Task prompt
Print every entry below again exactly as written, skipping the pictures.

Input for this task

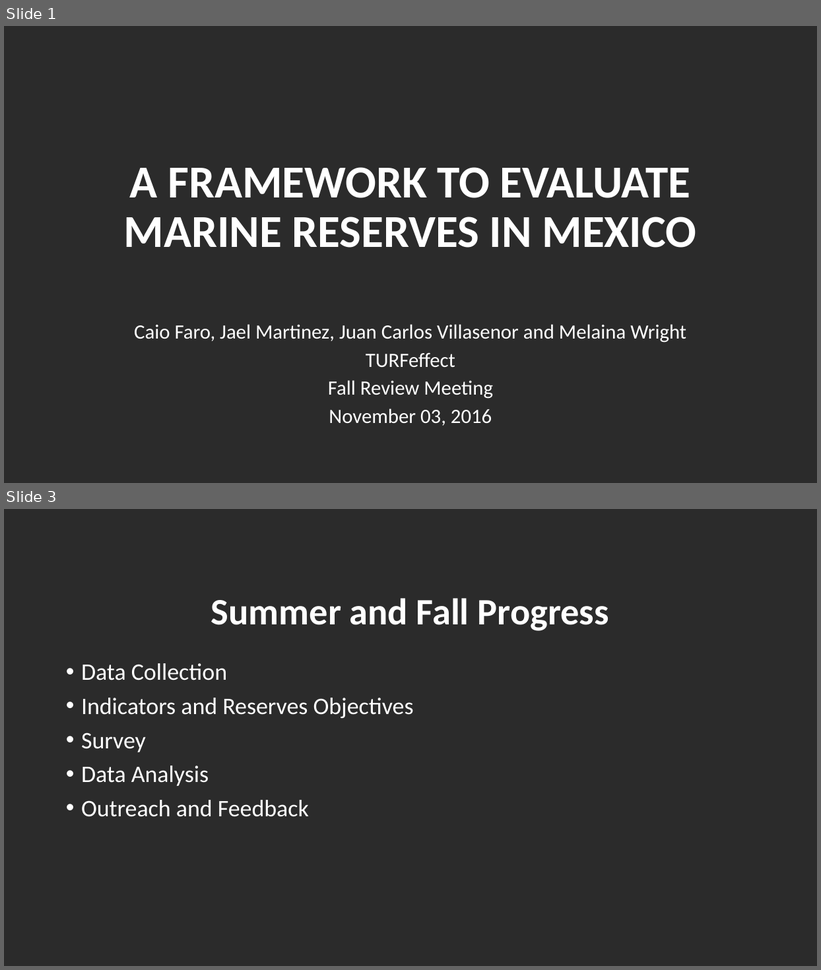
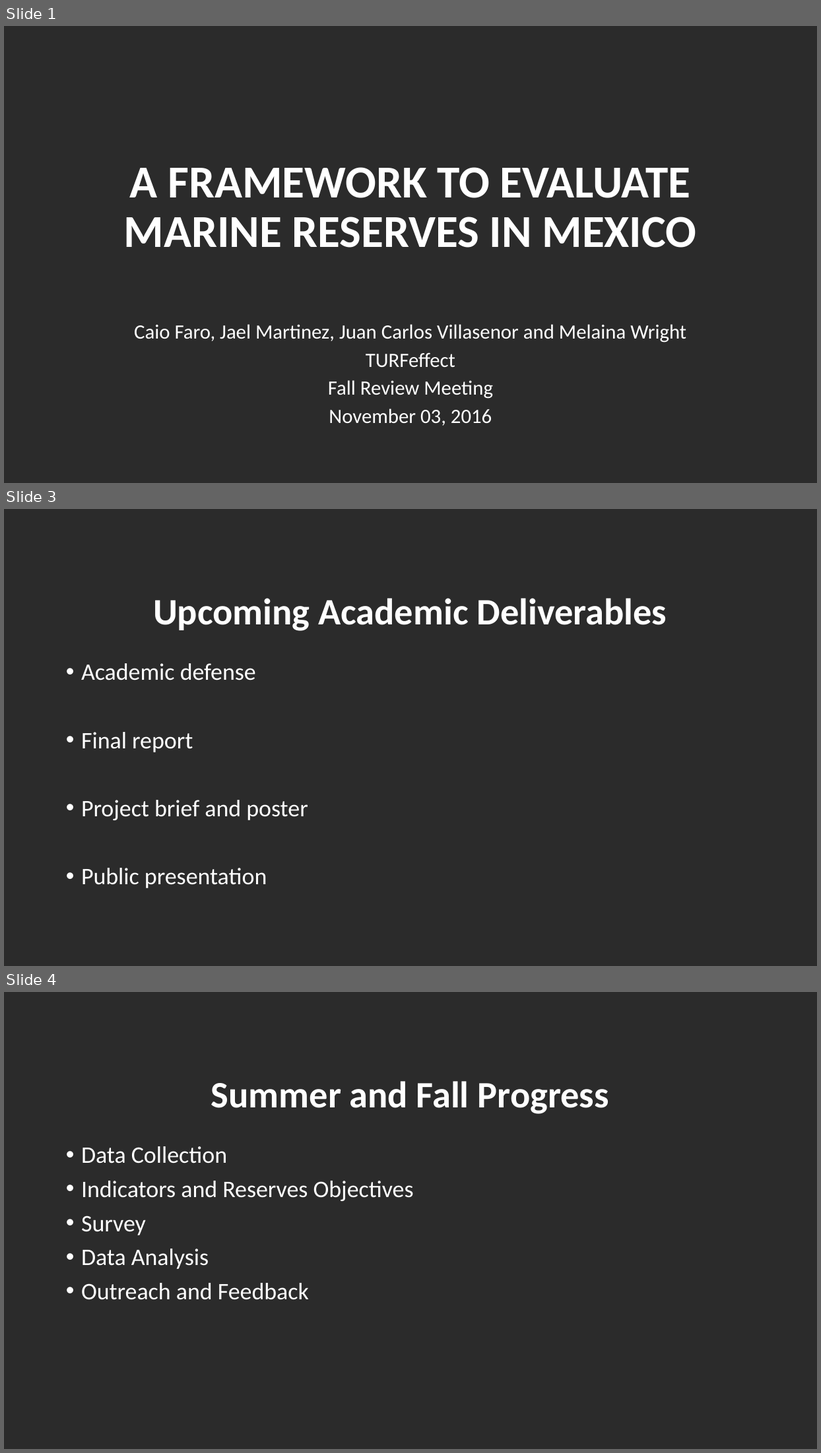
Before and after one commit to turfeffect/Docs, a slide deck: Presentations/Fall Review Meeting/A FRAMEWORK TO EVALUATE MARINE RESERVES IN MEXICO.pptx. Shown one above the other, each under a label of ours: slides 1 and 3 before the commit, slides 1, 3 and 4 after it; the slides between them are not shown. The pictures are 821x970 and 821x1453 pixels, drawn with LibreOffice and Linux fonts; fonts in the diff are those of the drawing; background and template pictures are left out; a plain dark background stands for a picture behind light text. Boxes give left, top, right and bottom in pixels: in the first picture for what was removed or moved away, otherwise in the second. Text is boxed around its words. In the diff, an @@ line names an element or a change of style, - is before the commit and + after.

```diff
--- a/Presentations/Fall Review Meeting/A FRAMEWORK TO EVALUATE MARINE RESERVES IN MEXICO.pptx
+++ b/Presentations/Fall Review Meeting/A FRAMEWORK TO EVALUATE MARINE RESERVES IN MEXICO.pptx
@@ slide 3 added at (4, 509, 817, 966), background picture (left out) @@
@@ title added at (153, 598, 667, 631), 44 pt, text #FFFFFF, bold @@
+Upcoming Academic Deliverables
@@ text added at (81, 663, 308, 889), 28 pt, text #FFFFFF @@
+• Academic defense
+• Final report
+• Project brief and poster
+• Public presentation
@@ what was slide 3 is now slide 4 @@
```
Also in this commit, not shown: 5 slides changed, 3 other slides added, 3 slides removed.

Written reply
Before and after one commit to turfeffect/Docs, a slide deck: Presentations/Fall Review Meeting/A FRAMEWORK TO EVALUATE MARINE RESERVES IN MEXICO.pptx. Shown one above the other, each under a label of ours: slides 1 and 3 before the commit, slides 1, 3 and 4 after it; the slides between them are not shown. The pictures are 821x970 and 821x1453 pixels, drawn with LibreOffice and Linux fonts; fonts in the diff are those of the drawing; background and template pictures are left out; a plain dark background stands for a picture behind light text. Boxes give left, top, right and bottom in pixels: in the first picture for what was removed or moved away, otherwise in the second. Text is boxed around its words. In the diff, an @@ line names an element or a change of style, - is before the commit and + after.

```diff
--- a/Presentations/Fall Review Meeting/A FRAMEWORK TO EVALUATE MARINE RESERVES IN MEXICO.pptx
+++ b/Presentations/Fall Review Meeting/A FRAMEWORK TO EVALUATE MARINE RESERVES IN MEXICO.pptx
@@ slide 3 added at (4, 509, 817, 966), background picture (left out) @@
@@ title added at (153, 598, 667, 631), 44 pt, text #FFFFFF, bold @@
+Upcoming Academic Deliverables
@@ text added at (81, 663, 308, 889), 28 pt, text #FFFFFF @@
+• Academic defense
+• Final report
+• Project brief and poster
+• Public presentation
@@ what was slide 3 is now slide 4 @@
```
Also in this commit, not shown: 5 slides changed, 3 other slides added, 3 slides removed.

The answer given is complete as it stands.